Only it wasn’t. It looked like an iPhone, just like all smartphones do these days, but it was the new BlackBerry 10. This is the product heralded as BlackBerry’s last, best comeback chance, only the company couldn’t come up with anything important or useful to tell us.

BlackBerry (formerly RIM) will be a business school case in squandered opportunities one day, if it isn’t already. It all but invented the handheld computer business (Apple had given the world the clunky Newton earlier) and developed a huge, worldwide base of committed “crack-berry” users.

But then it tripped up — product improvements were incremental, services lagged developments in the consumer space, and it never figured out that its corporate customers were just entry points for individual users who could have been seen as members of communities instead of names on monthly bills — which allowed Apple the market space to introduce the Next Big Thing

So now BlackBerry has an iPhone, too

Samsung has proven that there’s lots of money to be made in the me-too business, but only if a brand makes real tweaks in tech (bigger screens creates a smartphone/tablet hybrid experience, sort of), pricing (Galaxy deals are great and maybe you don’t need to buy two devices), and distribution (Samsung touches a zillion more retail opportunities worldwide). Smart, strategic marketing helps — positioning its tech as young and thereby implying that Apple is old was brilliant — but it’s useless if there’s no underlying meaningful differentiation.

BlackBerry could do so much more. Maybe there are some real differences to its new device. Why not make them apparent instead of burying the product under ad agency production values? What about services (since all the tech pretty much works the same way, or so it seems)? Perhaps the killer app would actually be an app, or a community, or other service benefit that made its device truly different.

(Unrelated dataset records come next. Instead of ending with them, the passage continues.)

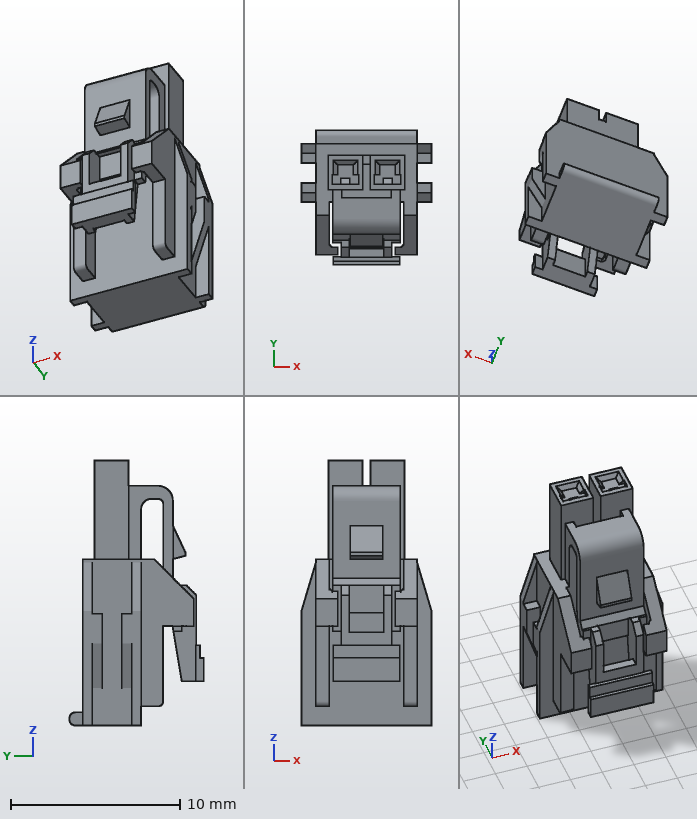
import cadquery as cq


housing_width = 6.0
housing_depth = 3.46
housing_height = 9.85
half_housing = housing_width / 2
housing_front_y = -housing_depth

bar_depth = 0.8
bar_height = 0.8
bar_radius = 0.38

overall_width = 7.7
half_overall = overall_width / 2
flange_thickness = 0.55
flange_shoulder_z = 6.8
flange_top_z = 9.65
pad_thickness = 0.6
pad_top_z = 6.63
pad_outer_bottom_z = 4.85
pad_inner_bottom_z = 2.23

cheek_thickness = 0.8
cheek_front_y = -4.76
cheek_bottom_z = 1.14
cheek_edge_radius = 0.3
cheek_inner_x = half_housing - cheek_thickness
ear_front_y = -6.58
ear_bottom_z = 5.89
ear_chamfer_start_y = -4.23
ear_chamfer = ear_chamfer_start_y - ear_front_y
hook_thickness = 0.46
hook_inner_x = 1.7
hook_rear_y = ear_front_y + hook_thickness
hook_chamfer = 0.16

tower_pitch = 2.48
tower_size = 2.03
tower_top_z = 15.7
tower_rear_y = -0.69
tower_front_y = tower_rear_y - tower_size
web_depth = 0.53

socket_depth = 0.25
funnel_top_width = 1.46
funnel_inset = 0.26
funnel_rear_y = -0.99
socket_step_y = -1.84
socket_front_y = -2.39
socket_front_width = 1.55
ramp_width = 0.51
ramp_depth = 0.35
ramp_center_x = 1.26

latch_width = 4.0
latch_top_z = 14.2
latch_bend_radius = 0.9
plate_rear_y = cheek_front_y
plate_front_y = -5.34
slot_top_z = 13.41
slot_rear_radius = 0.6
slot_front_radius = 0.3
root_notch_width = 2.94
root_notch_front_y = -3.19

shoulder_front_y = -5.85
shoulder_slope_front_y = -5.7
shoulder_slope_top_z = 8.71
shoulder_top_z = 8.32
shoulder_bottom_z = 5.59

catch_width = 1.94
catch_top_z = 11.83
catch_tip_y = -6.08
catch_tip_top_z = 10.25
catch_tip_bottom_z = 10.05
catch_bottom_z = 9.85

handle_width = 3.0
handle_front_y = -6.72
handle_bottom_z = 2.62
handle_chamfer = 0.6
handle_taper_top_z = 9.2
handle_taper_foot_y = -5.85
window_width = 2.04
window_bottom_z = 5.53
handle_wall_rear_y = -6.19
inner_plate_bottom_z = 6.68

grip_width = 3.94
grip_rear_y = -6.68
grip_step_y = -6.94
grip_front_y = -7.16
grip_top_z = 4.77
grip_step_z = 4.01


def box(x0, x1, y0, y1, z0, z1):
    """Block between opposite corners."""
    return cq.Workplane("XY").box(x1 - x0, y1 - y0, z1 - z0, centered=False).translate((x0, y0, z0))


def centered_box(width, y0, y1, z0, z1):
    """Block of the given width, symmetric about X = 0."""
    return box(-width / 2, width / 2, y0, y1, z0, z1)


def side_profile(points, width):
    """Extrude a closed (Y, Z) outline symmetrically about X = 0."""
    return cq.Workplane("YZ").polyline(points).close().extrude(width / 2, both=True)


def front_profile(points, y_rear, y_front):
    """Extrude a closed (X, Z) outline from y_rear forward to y_front."""
    sketch = cq.Workplane("XZ", origin=(0, y_rear, 0))
    return sketch.polyline(points).close().extrude(y_rear - y_front)


def both_sides(shape):
    """The shape together with its mirror image across X = 0."""
    return shape.union(shape.mirror("YZ"))


def make_housing():
    block = centered_box(housing_width, housing_front_y, 0, 0, housing_height)
    bar = centered_box(housing_width, housing_front_y, bar_depth, 0, bar_height)
    bar = bar.edges("|X and >Y").fillet(bar_radius)
    return block.union(bar)


def make_flanges():
    flange_outline = [
        (0, 0),
        (half_overall, 0),
        (half_overall, flange_shoulder_z),
        (half_housing, flange_top_z),
        (0, flange_top_z),
    ]
    pad_outline = [
        (half_housing, pad_inner_bottom_z),
        (half_overall, pad_outer_bottom_z),
        (half_overall, pad_top_z),
        (half_housing, pad_top_z),
    ]
    front_flange_rear_y = housing_front_y + flange_thickness
    rear_flange = front_profile(flange_outline, 0, -flange_thickness)
    rear_pad = front_profile(pad_outline, -flange_thickness, -flange_thickness - pad_thickness)
    front_flange = front_profile(flange_outline, front_flange_rear_y, housing_front_y)
    front_pad = front_profile(pad_outline, front_flange_rear_y + pad_thickness, front_flange_rear_y)
    return both_sides(rear_flange.union(rear_pad).union(front_flange).union(front_pad))


def make_cheeks():
    side_outline = [
        (housing_front_y, cheek_bottom_z),
        (cheek_front_y, cheek_bottom_z),
        (cheek_front_y, ear_bottom_z),
        (ear_front_y, ear_bottom_z),
        (ear_front_y, housing_height - ear_chamfer),
        (ear_chamfer_start_y, housing_height),
        (housing_front_y, housing_height),
    ]
    plan_outline = [
        (half_housing, housing_front_y),
        (half_housing, ear_front_y),
        (hook_inner_x, ear_front_y),
        (hook_inner_x, hook_rear_y),
        (cheek_inner_x - hook_chamfer, hook_rear_y),
        (cheek_inner_x, hook_rear_y + hook_chamfer),
        (cheek_inner_x, housing_front_y),
    ]
    side = side_profile(side_outline, housing_width)
    foot_edge = cq.selectors.NearestToPointSelector((0, cheek_front_y, cheek_bottom_z))
    side = side.edges(foot_edge).fillet(cheek_edge_radius)
    plan = cq.Workplane("XY").polyline(plan_outline).close().extrude(housing_height)
    return both_sides(side.intersect(plan))


def make_socket():
    """Cavity of the tower on the +X side."""
    center_x = tower_pitch / 2
    floor_z = tower_top_z - socket_depth
    half_top = funnel_top_width / 2
    half_floor = half_top - funnel_inset
    funnel = (
        cq.Workplane("XY", origin=(center_x, 0, floor_z))
        .polyline([
            (-half_floor, socket_step_y),
            (half_floor, socket_step_y),
            (half_floor, funnel_rear_y - funnel_inset),
            (-half_floor, funnel_rear_y - funnel_inset),
        ])
        .close()
        .workplane(offset=socket_depth)
        .polyline([
            (-half_top, socket_step_y),
            (half_top, socket_step_y),
            (half_top, funnel_rear_y),
            (-half_top, funnel_rear_y),
        ])
        .close()
        .loft(ruled=True)
    )
    half_front = socket_front_width / 2
    front_pocket = box(
        center_x - half_front, center_x + half_front, socket_front_y, socket_step_y, floor_z, tower_top_z
    )
    ramp = (
        cq.Workplane("YZ", origin=(ramp_center_x - ramp_width / 2, 0, 0))
        .polyline([
            (socket_front_y, floor_z),
            (socket_front_y + ramp_depth, floor_z),
            (socket_front_y, tower_top_z),
        ])
        .close()
        .extrude(ramp_width)
    )
    return funnel.union(front_pocket).cut(ramp)


def make_towers():
    inner_x = (tower_pitch - tower_size) / 2
    tower = box(inner_x, inner_x + tower_size, tower_front_y, tower_rear_y, 0, tower_top_z)
    tower = tower.cut(make_socket())
    web = centered_box(2 * inner_x, tower_rear_y - web_depth, tower_rear_y, housing_height, latch_top_z)
    return both_sides(tower).union(web)


def make_latch():
    bend = centered_box(latch_width, plate_front_y, tower_front_y, shoulder_bottom_z, latch_top_z)
    bend = bend.edges("|X and >Z and <Y").fillet(latch_bend_radius)

    slot = centered_box(latch_width, plate_rear_y, housing_front_y, 0, slot_top_z)
    slot = slot.edges("|X and >Z and >Y").fillet(slot_rear_radius)
    slot = slot.edges("|X and >Z and <Y").fillet(slot_front_radius)

    root_notch = centered_box(
        root_notch_width, root_notch_front_y, tower_front_y, housing_height, latch_top_z
    )
    shoulder = side_profile(
        [
            (plate_rear_y, shoulder_bottom_z),
            (shoulder_front_y, shoulder_bottom_z),
            (shoulder_front_y, shoulder_top_z),
            (shoulder_slope_front_y, shoulder_top_z),
            (plate_front_y, shoulder_slope_top_z),
            (plate_rear_y, shoulder_slope_top_z),
        ],
        latch_width,
    )
    catch = side_profile(
        [
            (plate_front_y, catch_bottom_z),
            (catch_tip_y, catch_tip_bottom_z),
            (catch_tip_y, catch_tip_top_z),
            (plate_front_y, catch_top_z),
        ],
        catch_width,
    )
    return bend.cut(slot).cut(root_notch).union(shoulder).union(catch)


def make_handle():
    arms = side_profile(
        [
            (plate_rear_y, handle_bottom_z),
            (handle_front_y, handle_bottom_z),
            (handle_front_y, shoulder_top_z - handle_chamfer),
            (handle_front_y + handle_chamfer, shoulder_top_z),
            (plate_rear_y, shoulder_top_z),
        ],
        handle_width,
    )
    grip = side_profile(
        [
            (grip_rear_y, handle_bottom_z),
            (grip_front_y, handle_bottom_z),
            (grip_front_y, grip_step_z),
            (grip_step_y, grip_step_z),
            (grip_step_y, grip_top_z),
            (grip_rear_y, grip_top_z),
        ],
        grip_width,
    )
    return arms.union(grip)


def make_latch_cuts():
    """Material removed from the joined latch and handle."""
    rear_taper = side_profile(
        [
            (plate_rear_y, handle_taper_top_z),
            (handle_taper_foot_y, handle_bottom_z),
            (plate_rear_y, handle_bottom_z),
        ],
        latch_width,
    )
    window = centered_box(window_width, handle_front_y, plate_front_y, window_bottom_z, shoulder_top_z)
    hollow = centered_box(
        window_width, handle_wall_rear_y, plate_rear_y, handle_bottom_z, inner_plate_bottom_z
    )
    return rear_taper.union(window).union(hollow)


latch = make_latch().union(make_handle()).cut(make_latch_cuts())
result = make_housing().union(make_flanges()).union(make_cheeks()).union(make_towers()).union(latch)

More so, why not acknowledge the elephant in the room and make the BlackBerry campaign all about former users…invite them to come home, rejoin the world’s only serious device user community or, gasp, admit that the company lost its way and has caught up to its customers? Draw on its past and make the present a cause, or something. Dare to use the truth as a trigger for attention, and then address it head-on. It could be like Elvis has reentered the building. Talk about a real creative challenge worthy of contemplation.

Instead, it gave us a campaign for the iPhone, or for smartphones generically (just like Microsoft spent many millions to tell us it sells a tablet, too).  The sales results for both products suggests the merits of such approaches.